After jumping the curb to avoid a construction zone, we were at the hotel. We knocked on the door, and the night manager explained that we had actually booked our room for the next day, and not tonight.
And there was no vacancy.
Oh, shit. We didn’t have a place to sleep. Sam got us Frank’s contact info, so I texted Frank to see if he knew where we could crash. He called me, promising me a place to sleep. He’d meet us here and lead us there. After all the beer and water, I had a more urgent need to handle, and no bathroom in New Mexico is open past ten p.m. After a fruitless drive around the block, I had to pee next to a dumpster, out in the open.
Frank rolled up with two big bottles of water, just what I needed, and led us to the “place” without revealing any hint as to what it was or where it was, aside from being a “safe spot” and a “cool” place. Savannah tailed his car down back streets into a neighborhood.
It had occurred to me midway through the drive that Frank could easily just lead us out into the desert, strip us at gunpoint, and bury our bodies before taking off with our wallets.
But it was unlikely. Frank seemed like a genuinely good guy, and he would go as far as needed to take care of his own. And I’m proud to know someone in another state hates Texas just as much as I do, so Frank was solid.
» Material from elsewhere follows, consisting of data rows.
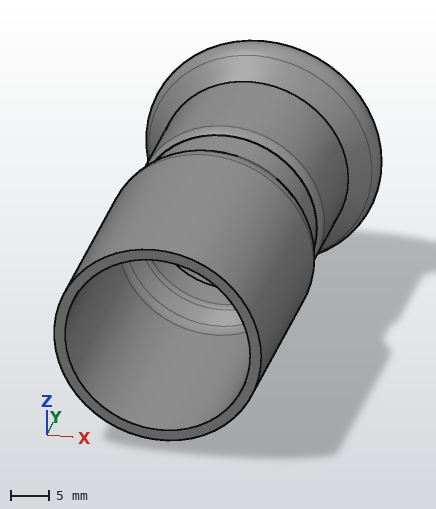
import cadquery as cq
import math

length = 60.0
wall = 1.5

spigot_radius = 28.0 / 2
neck_radius = 24.1 / 2
socket_radius = 25.3 / 2
bead_radius = 31.7 / 2

spigot_bore_radius = spigot_radius - wall
neck_bore_radius = 21.0 / 2
socket_bore_radius = 22.2 / 2

spigot_end = 27.9
neck_end = 37.3
socket_start = 39.0

shoulder_angle = math.radians(30)
shoulder_round = 4.9
neck_round = 0.5
shoulder_center_radius = spigot_radius - shoulder_round

base_depth = socket_start - neck_end
base_end_radius = 12.1
base_drop = socket_radius - base_end_radius
base_round = (base_depth**2 + base_drop**2) / (2 * base_drop)

bead_round = 3.2
bead_angle = math.radians(40)
bead_center_y = length - bead_round
bead_center_radius = bead_radius - bead_round


def arc_point(center_radius, center_y, radius, angle):
    """Point on a round section, with the angle measured from outward radial toward +Y."""
    return (center_radius + radius * math.cos(angle), center_y + radius * math.sin(angle))


def cone_end(start, end_radius, angle, direction):
    """Point where a cone, sloped by angle from the axis, reaches end_radius."""
    start_radius, start_y = start
    return (end_radius, start_y + direction * (start_radius - end_radius) / math.tan(angle))


def add_shoulder(profile, spigot_side_round, neck_side_round, end_radius):
    """Append the spigot-side round, the cone and the neck-side round, ending at end_radius."""
    half_angle = shoulder_angle / 2
    round_middle = arc_point(shoulder_center_radius, spigot_end, spigot_side_round, half_angle)
    round_end = arc_point(shoulder_center_radius, spigot_end, spigot_side_round, shoulder_angle)
    neck_center_radius = end_radius + neck_side_round
    cone_end_radius = neck_center_radius - neck_side_round * math.cos(shoulder_angle)
    cone_stop = cone_end(round_end, cone_end_radius, shoulder_angle, 1)
    neck_center_y = cone_stop[1] + neck_side_round * math.sin(shoulder_angle)
    neck_middle = arc_point(neck_center_radius, neck_center_y, neck_side_round, math.pi + half_angle)
    return (
        profile.threePointArc(round_middle, round_end)
        .lineTo(*cone_stop)
        .threePointArc(neck_middle, (end_radius, neck_center_y))
    )


def solid_of_revolution(profile):
    return profile.close().revolve(360, (0, 0), (0, 1))


def outer_body():
    base_middle = arc_point(
        socket_radius - base_round,
        socket_start,
        base_round,
        -math.asin(base_depth / base_round) / 2,
    )
    bead_start = arc_point(bead_center_radius, bead_center_y, bead_round, -bead_angle)
    profile = (
        cq.Workplane("XY")
        .lineTo(spigot_radius, 0)
        .lineTo(spigot_radius, spigot_end)
    )
    profile = add_shoulder(profile, shoulder_round, neck_round, neck_radius)
    profile = (
        profile.lineTo(neck_radius, neck_end)
        .lineTo(base_end_radius, neck_end)
        .threePointArc(base_middle, (socket_radius, socket_start))
        .lineTo(*cone_end(bead_start, socket_radius, bead_angle, -1))
        .lineTo(*bead_start)
        .threePointArc((bead_radius, bead_center_y), (bead_center_radius, length))
        .lineTo(0, length)
    )
    return solid_of_revolution(profile)


def stepped_bore():
    profile = (
        cq.Workplane("XY")
        .lineTo(spigot_bore_radius, 0)
        .lineTo(spigot_bore_radius, spigot_end)
    )
    profile = add_shoulder(profile, shoulder_round - wall, neck_round + wall, neck_bore_radius)
    profile = (
        profile.lineTo(neck_bore_radius, neck_end)
        .lineTo(socket_bore_radius, neck_end)
        .lineTo(socket_bore_radius, length)
        .lineTo(0, length)
    )
    return solid_of_revolution(profile)


result = outer_body().cut(stepped_bore())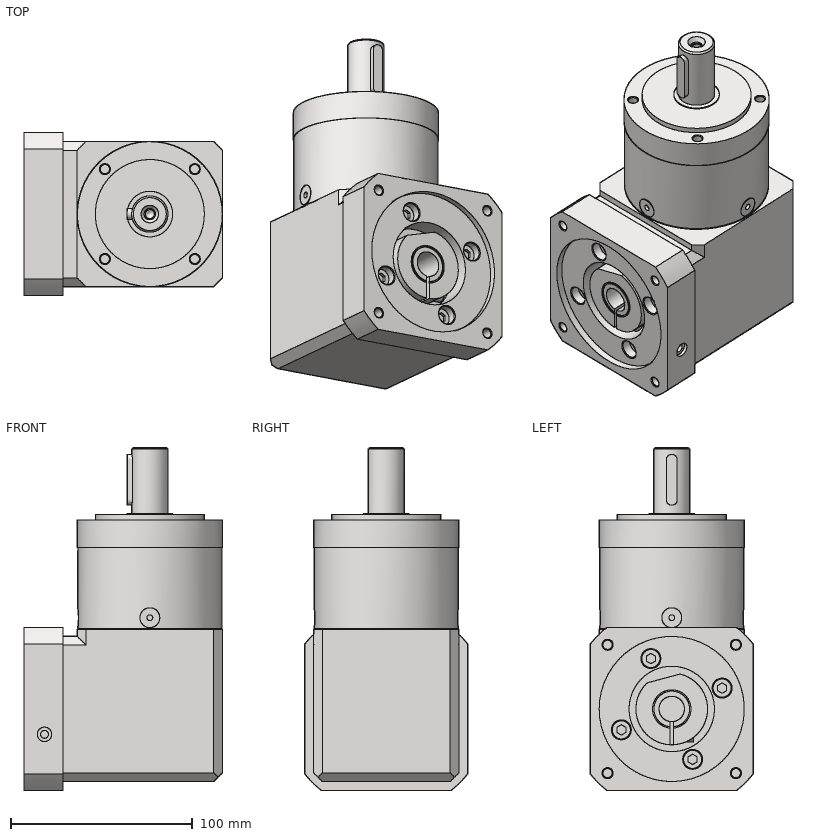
import cadquery as cq
import math


block_size = 80.1
block_half = block_size / 2
block_top = 43.8
block_chamfer = 5.0

flange_size = 90.0
flange_corner_dia = 115.0
flange_thickness = 21.5
flange_face_x = -69.4
flange_back_x = flange_face_x + flange_thickness
pilot_bore_dia = 80.0
pilot_bore_depth = 4.0
pilot_floor_x = flange_face_x + pilot_bore_depth
flange_hole_offset = 35.3
flange_hole_dia = 5.1
flange_hole_mouth_dia = 6.0
flange_hole_depth = 15.1

cap_screw_count = 4
cap_screw_circle_radius = 30.0
cap_screw_angle = 22.5
cap_recess_dia = 10.0
cap_recess_mouth_dia = 11.0
cap_recess_depth = 5.7
cap_socket_width = 5.0
cap_socket_depth = 1.9

hub_cavity_dia = 47.0
hub_cavity_depth = 15.1
hub_dia = 39.5
hub_recess = 1.3
hub_face_x = pilot_floor_x + hub_recess
hub_flat_distance = 17.4
hub_flat_angle = -15.0
hub_bore_dia = 14.0
hub_bore_depth = 22.7
hub_slit_width = 1.7
hub_slit_length = 9.5
hub_groove_outer_dia = 21.2
hub_groove_inner_dia = 19.7
hub_groove_depth = 0.5

access_x = flange_face_x + 11.3
access_z = -14.0
access_dia = 8.0
access_depth = 1.9
access_socket_dia = 4.3
access_socket_depth = 3.8
clamp_head_dia = 8.7
clamp_head_inner_y = -6.6
clamp_head_outer_y = -12.0

gear_dia = 79.5
gear_neck_dia = 78.6
gear_neck_height = 0.5
ring_dia = 80.1
ring_bottom = 88.8
ring_top = 104.1
boss_dia = 60.1
boss_top = 107.2
seal_dia = 25.1
seal_height = 0.5
cover_hole_offset = 24.8
cover_hole_dia = 5.1
cover_hole_mouth_dia = 6.0
cover_hole_depth = 11.3

plug_z = 50.3
plug_dia = 11.0
plug_face_radius = 39.3
plug_socket_dia = 3.2
plug_socket_depth = 1.9
plug_angles = (90, 180, 270)

shaft_dia = 20.0
shaft_top = 144.0
shaft_chamfer = 1.0
center_mouth_dia = 9.6
center_mouth_depth = 2.5
center_step_dia = 6.2
center_step_depth = 3.4
center_drill_dia = 5.0
center_drill_depth = 15.1
center_tip_depth = 1.5
key_width = 6.0
key_length = 28.0
key_top = shaft_top - 3.8
key_face_radius = 12.5


def cylinder_z(diameter, bottom, top):
    return cq.Workplane("XY").workplane(offset=bottom).circle(diameter / 2).extrude(top - bottom)


def cylinder_x(diameter, start, length, y=0, z=0):
    return cq.Workplane("YZ", origin=(start, y, z)).circle(diameter / 2).extrude(length)


def cone(wide_dia, narrow_dia, origin, direction):
    """45-degree countersink narrowing from its origin along a direction."""
    depth = (wide_dia - narrow_dia) / 2
    solid = cq.Solid.makeCone(wide_dia / 2, narrow_dia / 2, depth, cq.Vector(origin), cq.Vector(direction))
    return cq.Workplane(solid)


def square_corners(offset):
    return [(a * offset, b * offset) for a in (-1, 1) for b in (-1, 1)]


def make_block():
    length = block_half - flange_back_x
    lower = cq.Workplane("YZ", origin=(flange_back_x, 0, 0)).rect(block_size, block_size).extrude(length)
    long_bevels = lower.edges("|X").chamfer(block_chamfer)
    upright_bevels = lower.edges("|Z and >X").chamfer(block_chamfer)
    bottom_bevel = lower.edges("|Y and >X and <Z").chamfer(block_chamfer)
    lower = long_bevels.intersect(upright_bevels).intersect(bottom_bevel)
    upper = cq.Workplane("XY").rect(block_size, block_size).extrude(block_top)
    upper = upper.edges("|Z").chamfer(block_chamfer)
    return lower.union(upper)


def make_flange():
    plate = cq.Workplane("YZ", origin=(flange_face_x, 0, 0)).rect(flange_size, flange_size)
    plate = plate.extrude(flange_thickness)
    return plate.intersect(cylinder_x(flange_corner_dia, flange_face_x, flange_thickness))


def cut_flange_holes(body):
    body = body.cut(cylinder_x(pilot_bore_dia, flange_face_x, pilot_bore_depth))
    for y, z in square_corners(flange_hole_offset):
        body = body.cut(cylinder_x(flange_hole_dia, flange_face_x, flange_hole_depth, y, z))
        body = body.cut(cone(flange_hole_mouth_dia, flange_hole_dia, (flange_face_x, y, z), (1, 0, 0)))
    return body


def cut_cap_screw_recesses(body):
    head_x = pilot_floor_x + cap_recess_depth
    socket_corner_dia = cap_socket_width / math.cos(math.pi / 6)
    for i in range(cap_screw_count):
        angle = math.radians(cap_screw_angle + i * 360 / cap_screw_count)
        y = cap_screw_circle_radius * math.sin(angle)
        z = cap_screw_circle_radius * math.cos(angle)
        socket = cq.Workplane("YZ", origin=(head_x, y, z)).transformed(rotate=(0, 0, 90))
        socket = socket.polygon(6, socket_corner_dia).extrude(cap_socket_depth)
        recess = cylinder_x(cap_recess_dia, pilot_floor_x, cap_recess_depth, y, z)
        mouth = cone(cap_recess_mouth_dia, cap_recess_dia, (pilot_floor_x, y, z), (1, 0, 0))
        body = body.cut(recess).cut(mouth).cut(socket)
    return body


def add_clamp_hub(body):
    body = body.cut(cylinder_x(hub_cavity_dia, pilot_floor_x, hub_cavity_depth))
    hub_length = hub_cavity_depth - hub_recess
    hub = cylinder_x(hub_dia, hub_face_x, hub_length)
    flat_cut = cq.Workplane("XY").box(hub_length, hub_dia, hub_dia, centered=(False, True, False))
    flat_cut = flat_cut.translate((hub_face_x, 0, hub_flat_distance))
    hub = hub.cut(flat_cut.rotate((0, 0, 0), (1, 0, 0), hub_flat_angle))
    groove = cylinder_x(hub_groove_outer_dia, hub_face_x, hub_groove_depth)
    groove = groove.cut(cylinder_x(hub_groove_inner_dia, hub_face_x, hub_groove_depth))
    slit = cq.Workplane("XY").box(hub_slit_length, hub_slit_width, hub_dia / 2, centered=(False, True, False))
    slit = slit.translate((hub_face_x, 0, -hub_dia / 2))
    clamp_head = cq.Workplane("XZ", origin=(access_x, clamp_head_inner_y, access_z))
    clamp_head = clamp_head.circle(clamp_head_dia / 2).extrude(clamp_head_inner_y - clamp_head_outer_y)
    hub = hub.union(clamp_head).cut(groove).cut(slit)
    return body.union(hub).cut(cylinder_x(hub_bore_dia, hub_face_x, hub_bore_depth))


def cut_access_hole(body):
    side = cq.Workplane("XZ", origin=(access_x, -flange_size / 2, access_z))
    recess = side.circle(access_dia / 2).extrude(-access_depth)
    socket = side.circle(access_socket_dia / 2).extrude(-access_depth - access_socket_depth)
    return body.cut(recess).cut(socket)


def make_gear_housing():
    gear_bottom = block_top + gear_neck_height
    housing = cylinder_z(gear_dia, gear_bottom, ring_bottom)
    for angle in plug_angles:
        recess = cylinder_x(plug_dia, plug_face_radius, gear_dia / 2, z=plug_z)
        socket = cylinder_x(plug_socket_dia, plug_face_radius - plug_socket_depth, gear_dia / 2, z=plug_z)
        housing = housing.cut(recess.union(socket).rotate((0, 0, 0), (0, 0, 1), angle))
    housing = housing.union(cylinder_z(gear_neck_dia, block_top, gear_bottom))
    housing = housing.union(cylinder_z(ring_dia, ring_bottom, ring_top))
    for x, y in square_corners(cover_hole_offset):
        hole = cylinder_z(cover_hole_dia, ring_top - cover_hole_depth, ring_top)
        housing = housing.cut(hole.translate((x, y, 0)))
        housing = housing.cut(cone(cover_hole_mouth_dia, cover_hole_dia, (x, y, ring_top), (0, 0, -1)))
    housing = housing.union(cylinder_z(boss_dia, ring_top, boss_top))
    return housing.union(cylinder_z(seal_dia, boss_top, boss_top + seal_height))


def make_shaft():
    shaft = cylinder_z(shaft_dia, boss_top, shaft_top).faces(">Z").chamfer(shaft_chamfer)
    key = cq.Workplane("YZ", origin=(-key_face_radius, 0, key_top - key_length / 2))
    key = key.slot2D(key_length, key_width, 90).extrude(key_face_radius)
    shaft = shaft.union(key)
    return shaft.cut(make_center_hole())


def make_center_hole():
    """Stepped center hole: conical mouth, short step and a drill point."""
    profile = [
        (0, 0),
        (center_mouth_dia / 2, 0),
        (center_step_dia / 2, -center_mouth_depth),
        (center_step_dia / 2, -center_step_depth),
        (center_drill_dia / 2, -center_step_depth),
        (center_drill_dia / 2, -center_drill_depth),
        (0, -center_drill_depth - center_tip_depth),
    ]
    hole = cq.Workplane("XZ").polyline(profile).close().revolve(360, (0, 0), (0, 1))
    return hole.translate((0, 0, shaft_top))


result = make_block().union(make_flange())
result = cut_flange_holes(result)
result = cut_cap_screw_recesses(result)
result = add_clamp_hub(result)
result = cut_access_hole(result)
result = result.union(make_gear_housing()).union(make_shaft())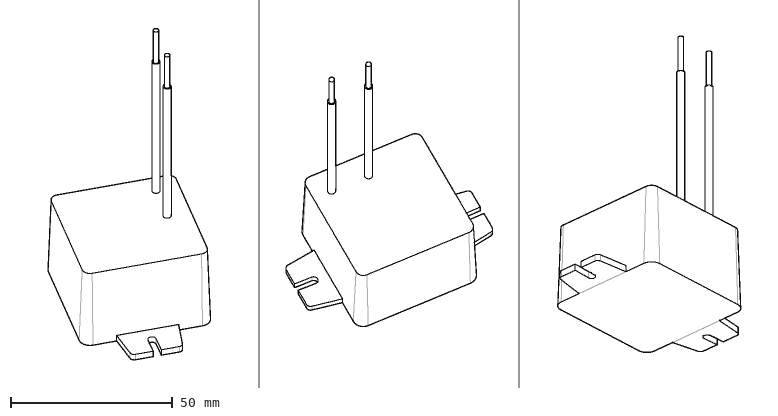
import cadquery as cq
import math

body_width = 42.1
body_height = 27.8
body_corner_radius = 3.5
draft_angle = 2.0

overall_width = 63.9
tab_root_width = 19.9
tab_tip_width = 16.5
tab_thickness = 2.2
tab_corner_radius = 1.4
tab_embed = 1.8
slot_width = 2.6
slot_end_x = 24.7

overall_height = 91.4
wire_y = 12.4
wire_first_x = -13.7
wire_pitch = 12.7
insulation_diameter = 2.6
conductor_diameter = 1.7
stripped_length = 12.4

root_x = body_width / 2
tip_x = overall_width / 2
inner_x = root_x - tab_embed
tip_rise = (tip_x - root_x) * math.tan(math.radians(draft_angle))


def make_body():
    base = cq.Sketch().rect(body_width, body_width).vertices().fillet(body_corner_radius)
    return cq.Workplane("XY").placeSketch(base).extrude(body_height, taper=draft_angle)


def make_tab():
    """Slotted tab on the +X side, with its root embedded in the body."""
    plan_height = tab_thickness + tip_rise
    plan = (
        cq.Workplane("XY")
        .polyline([
            (inner_x, -tab_root_width / 2),
            (root_x, -tab_root_width / 2),
            (tip_x, -tab_tip_width / 2),
            (tip_x, tab_tip_width / 2),
            (root_x, tab_root_width / 2),
            (inner_x, tab_root_width / 2),
        ])
        .close()
        .extrude(plan_height)
        .edges("|Z and >X")
        .fillet(tab_corner_radius)
    )

    slot_length = 2 * (tip_x - slot_end_x)
    slot = cq.Workplane("XY").center(tip_x, 0).slot2D(slot_length, slot_width).extrude(plan_height)

    side = (
        cq.Workplane("XZ")
        .polyline([
            (inner_x, 0),
            (root_x, 0),
            (tip_x, tip_rise),
            (tip_x, tip_rise + tab_thickness),
            (root_x, tab_thickness),
            (inner_x, tab_thickness),
        ])
        .close()
        .extrude(tab_root_width / 2, both=True)
    )
    return plan.cut(slot).intersect(side)


def make_wire(x):
    """Insulated wire with a bare conductor at its top end."""
    insulation_length = overall_height - body_height - stripped_length
    return (
        cq.Workplane("XY", origin=(x, wire_y, body_height))
        .circle(insulation_diameter / 2)
        .extrude(insulation_length)
        .faces(">Z")
        .workplane()
        .circle(conductor_diameter / 2)
        .extrude(stripped_length)
    )


tab = make_tab()
result = make_body().union(tab).union(tab.mirror("YZ"))
for wire_index in range(2):
    result = result.union(make_wire(wire_first_x + wire_index * wire_pitch))

Savannah was starting to drag. I could see it in her face. This was getting ridiculous and downright desperate. Frank led us into a big dog park. I relentlessly thanked him and assured him that I would call him if things started to look hinky. He left and it seemed like Savannah was ready to leave too. I tried to bring up what was said earlier, but she insisted she was too tired to talk. I desperately wanted to know what we were and what was going on, but I was tired too.
We met Sam in a parking lot on Cerrillos, and I hugged her and made her promise to text me when she got back to Cimmarron. I drove to the Albuquerque “Kampgrounds of America” as Sam caught me up on the rest of his night. He said that he heard gunshots from where he was at before the cops started a manhunt for the shooter. Funny how we witnessed two different sides of the same event.
I was too tired to drive, but I pressed on anyway, hoping Albuquerque wasn’t much farther. My sleepy eyes crossed and the road smeared by going into town. We pulled up to the KOA and the gate was closed. I was too tired and hungry to do any more driving, so I backed in behind a semi truck and slept in the front seat. Even at two A.M., it’s fucking hot in Albuquerque.
I slept for an hour. Behind closed eyes trying desperately to sleep, I stressed out about Savannah. She was just as tired as I was and had three times the distance to go. She’d fall asleep and drive off the road. So many mountain passes and switchbacks from Santa Fe to Cimarron. This was my fault. I had kept her out so late. How would I explain this to her parents? Would I ever-
Get a grip! She’ll get home fine. I had other things to worry about: like our relationship status. What were we? Are we open? Closed? Confused? It wouldn’t matter if I never got that text. I expected to hear from her around five, and it wasn’t even four. All I wanted to do was call her and apologize. I just wanted to hear her voice and know that she was okay. But I resisted and settled into a silent panic in the front seat. I could think of nothing other than how awful I felt.
This was the bottom: the curb outside the Albuquerque KOA.